# Needed cast to start termite culture



## Dartfish (Dec 16, 2016)

Hey everyone i just went rummaging in some rotting wood looking for different things and now have 2 unknown harvestmen, some bluish and white springtails, moss and happened upon some subterranean termites so i caught about 15 almost all are workers of varying sizes and 2 soldiers. My question is to start a culture would either of these cast become secondary reproductives or do i need to catch alates, babies or look for a queen?


----------



## Timbow (Aug 17, 2016)

Ummm, I know people culture non-wood eating termites. Are you sure you want to try to colonize subterranean termites?? Maybe I'm crazy, but it doesn't sound like a good idea to me


Sent from my iPhone using Tapatalk


----------



## Dartfish (Dec 16, 2016)

They arent the pest species they live in rotting wood and require moist conditions to survive


----------



## Timbow (Aug 17, 2016)

Dartfish said:


> They arent the pest species they live in rotting wood and require moist conditions to survive




Interesting. Learned something new today. Good luck. 

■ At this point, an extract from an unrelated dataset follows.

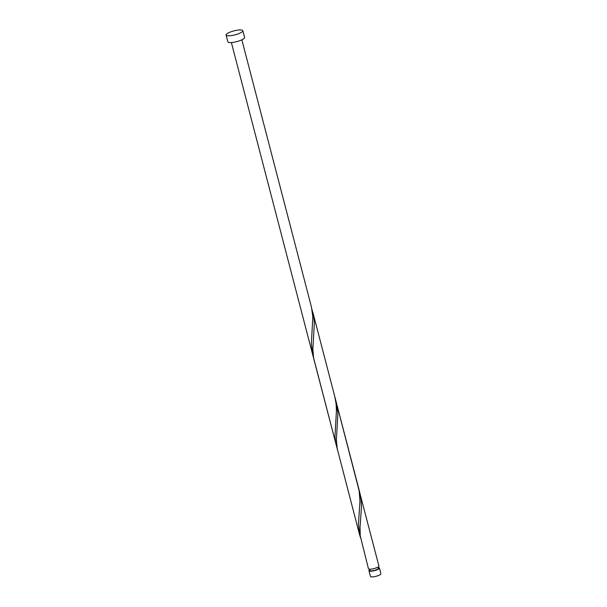 <?xml version="1.0" encoding="UTF-8"?>
<svg xmlns="http://www.w3.org/2000/svg" width="607" height="607" viewBox="0 0 607 607"><rect width="100%" height="100%" fill="white"/><g stroke="black" fill="none" stroke-linecap="round" stroke-linejoin="round"><path stroke-width="0.91" d="M379.436 568.015L380.915 573.714A5.41 1.282 165.4 0 1 380.24 574.609A5.41 1.282 165.4 0 1 374.504 576.65A5.41 1.282 165.4 0 1 370.452 576.438L368.973 570.739A5.41 1.282 -14.6 0 0 373.017 570.959A5.41 1.282 -14.6 0 0 378.76 568.918A5.41 1.282 -14.6 0 0 379.436 568.015A5.41 1.282 -14.6 0 0 378.191 567.545M369.822 569.723A5.41 1.282 -14.6 0 0 369.648 569.844A5.41 1.282 -14.6 0 0 368.973 570.739M369.678 569.176L370.02 570.466A4.325 1.024 -14.6 0 0 373.252 570.641A4.325 1.024 -14.6 0 0 377.85 569.009A4.325 1.024 -14.6 0 0 378.389 568.289L378.055 566.999M242.823 30.691L244.591 37.467A8.65 2.049 165.4 0 1 243.506 38.909A8.65 2.049 165.4 0 1 234.325 42.171A8.65 2.049 165.4 0 1 227.845 41.83L226.085 35.054A8.65 2.049 165.4 0 1 227.162 33.613A8.65 2.049 165.4 0 1 236.351 30.35A8.65 2.049 165.4 0 1 242.823 30.691A8.65 2.049 165.4 0 1 241.738 32.133A8.65 2.049 165.4 0 1 232.557 35.396A8.65 2.049 165.4 0 1 226.085 35.054M336.968 447.382L335.61 442.382L334.958 436.63L336.437 410.802L336.126 404.027L334.791 396.629L359.2 491.033L359.974 501.17L358.456 524L359.632 534.904L337.158 448.383L336.415 439.658L337.887 413.466L336.293 402.388L359.83 492.755L361.195 500.449L361.476 507.232L360.05 526.959L360.247 535.92L368.441 568.706A5.41 1.282 -14.6 0 0 372.486 568.926A5.41 1.282 -14.6 0 0 378.229 566.885A5.41 1.282 -14.6 0 0 378.905 565.982L358.995 489.902M359.632 534.904L360.512 537.749M337.598 450.295L313.622 358.016L312.878 349.298L314.35 323.099L313.675 316.353L311.915 309.168M241.852 39.834L311.437 306.99L312.833 317.044L311.376 343.266L312.559 354.169L231.388 42.558M334.791 396.629L312.757 312.021M336.096 444.536L312.559 354.169"/></g></svg>

Sent from my iPhone using Tapatalk


----------



## Dartfish (Dec 16, 2016)

Anyone started a termite cultue with these individuals


----------



## Jeremy M (Oct 19, 2012)

I'm interested in knowing this as well, as well as how you would start a culture from just a few individuals, whether they're alates (I suspect that this is what's required) or not. Thanks for posting this topic as it's prompted me to do some more research into subterranean termite culture. I live in northern California and after the first rains every fall, hundreds of alates can be seen roaming all over the sidewalk. Often they'll appear to "pair off", with one individual following directly behind the other's abdomen. I always assumed they were some sort of winged termite or ant and collect many of them as a treat for some of my smaller pets, but I've never known for sure what species they were or thought that I could culture them. But this really makes me wonder if I could start some cultures going, maybe even with as few as a pair of individuals who are following each other, or a male and a female (If I can learn how to sex them). If that's possible, I could potentially start dozens of cultures in a day, and potentially supply others with a source of this feeder. I don't know if the post-rain congregation is typical of these termites or if it's more unique to the area where I live. Again, I haven't even started to research if this is possible yet, but thanks for planting the idea in my head.


----------



## Jeremy M (Oct 19, 2012)

Jeremy M said:


> I'm interested in knowing this as well, as well as how you would start a culture from just a few individuals, whether they're alates (I suspect that this is what's required) or not. Thanks for posting this topic as it's prompted me to do some more research into subterranean termite culture. I live in northern California and after the first rains every fall, hundreds of alates can be seen roaming all over the sidewalk. Often they'll appear to "pair off", with one individual following directly behind the other's abdomen. I always assumed they were some sort of winged termite or ant and collect many of them as a treat for some of my smaller pets, but I've never known for sure what species they were or thought that I could culture them. But this really makes me wonder if I could start some cultures going, maybe even with as few as a pair of individuals who are following each other, or a male and a female (If I can learn how to sex them). If that's possible, I could potentially start dozens of cultures in a day, and potentially supply others with a source of this feeder. I don't know if the post-rain congregation is typical of these termites or if it's more unique to the area where I live. Again, I haven't even started to research if this is possible yet, but thanks for planting the idea in my head.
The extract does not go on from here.